Figure 1: A bidirectional LSTM architecture with 1-of-K word encoding and embedding layer proposed in this paper.

Text Representation and Bidirectional LSTM

Utilizing word embeddings from large corpora, the model captures semantic nuances of the titles. By initializing the embedding layer with pre-trained GloVe vectors, the method improves upon foundational text representation techniques. The BiLSTM architecture is central to the performance gain. It processes sequences forwards and backwards, so every element informs the final prediction irrespective of its position in the sequence. The concatenated forward and backward passes provide a more robust representation for classification.

Advantageous Training Techniques

The model employs the Adam optimization algorithm for training, incorporating techniques like learning rate reduction and early stopping to enhance convergence and prevent overfitting. This disciplined approach to optimization ensures that the model attains a balance between capacity and generalization, effectively embodying the complexity necessary to capture subtle relationships.

Evaluation

The evaluation demonstrates significant accuracy gains over baseline models across two datasets: NowThisNews and Breaking News. On the NowThisNews dataset, the BiLSTM approach surpasses traditional BoW and CNN methods, registering over a 15% improvement relative to shallow techniques. The Breaking News dataset evidences similar trends, confirming the model's robustness and indicating the feasibility of predicting popularity from sparse data like titles alone.

The performance metrics, detailed in the paper, underscore the BiLSTM's efficacy in handling diverse text inputs with improved semantic comprehension compared to conventional methods. The use of word vector fine-tuning further refines model predictions, particularly on datasets with more narrowly defined content contexts.

Discussion

The implications of this work extend to content creators and digital marketers who can employ such models to optimize titles for maximum impact, thereby leveraging data-driven insights in creative processes. The ability to generate context-dependent vector interpretations opens avenues for nuanced content quality analysis and A/B testing for title selection.

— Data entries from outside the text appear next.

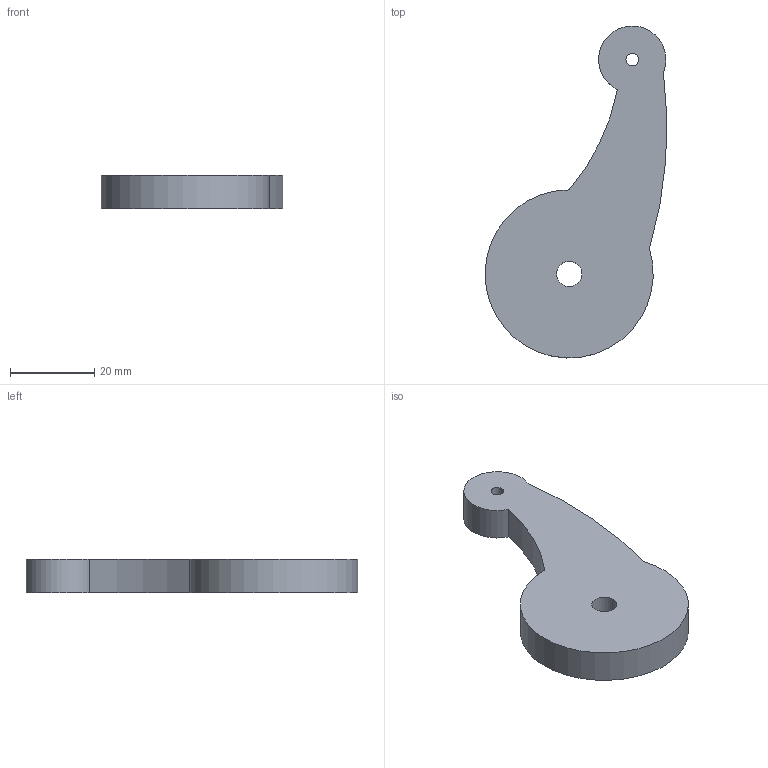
import cadquery as cq
import math

thickness = 8.0

hub_center = (0.0, 0.0)
hub_radius = 20.0
hub_bore_diameter = 6.0

tip_center = (15.0, 51.0)
tip_radius = 8.0
tip_bore_diameter = 3.0

inner_hub_angle = 90.0
inner_tip_angle = -116.0
inner_edge_mid = (7.2, 31.05)
outer_hub_angle = 17.4
outer_tip_angle = -22.0
outer_edge_mid = (23.25, 33.0)


def rim_point(center, radius, angle):
    """Point on a disc rim at the given angle."""
    angle_rad = math.radians(angle)
    return (center[0] + radius * math.cos(angle_rad), center[1] + radius * math.sin(angle_rad))


def disc(center, radius):
    """Full-thickness cylinder standing on the XY plane."""
    return cq.Workplane("XY").center(*center).circle(radius).extrude(thickness)


def curved_arm():
    """Arm bounded by two arcs; its straight ends are hidden inside the discs."""
    inner_start = rim_point(hub_center, hub_radius, inner_hub_angle)
    inner_end = rim_point(tip_center, tip_radius, inner_tip_angle)
    outer_start = rim_point(hub_center, hub_radius, outer_hub_angle)
    outer_end = rim_point(tip_center, tip_radius, outer_tip_angle)
    return (
        cq.Workplane("XY")
        .moveTo(*inner_start)
        .threePointArc(inner_edge_mid, inner_end)
        .lineTo(*outer_end)
        .threePointArc(outer_edge_mid, outer_start)
        .close()
        .extrude(thickness)
    )


hub = disc(hub_center, hub_radius)
tip = disc(tip_center, tip_radius)
lever = hub.union(curved_arm()).union(tip)

hub_bore = disc(hub_center, hub_bore_diameter / 2)
tip_bore = disc(tip_center, tip_bore_diameter / 2)
result = lever.cut(hub_bore).cut(tip_bore)

Despite these advantages, the study also acknowledges the potential for further improvement through character-level models and multimodal approaches that incorporate image or video data. Such extensions could provide an even more comprehensive framework for predicting online content popularity, integrating textual and non-textual data into a unified predictive model.

Conclusion

This study introduces a sophisticated approach for online content popularity prediction using BiLSTMs, showcasing significant advancements over traditional shallow classifiers. It demonstrates the potential for deep learning to provide actionable insights in digital content strategy, enhancing both accuracy and interpretability. Future work will likely explore integrating multimodal data and further refining character-level text representations to continue improving prediction accuracy and broad applicability.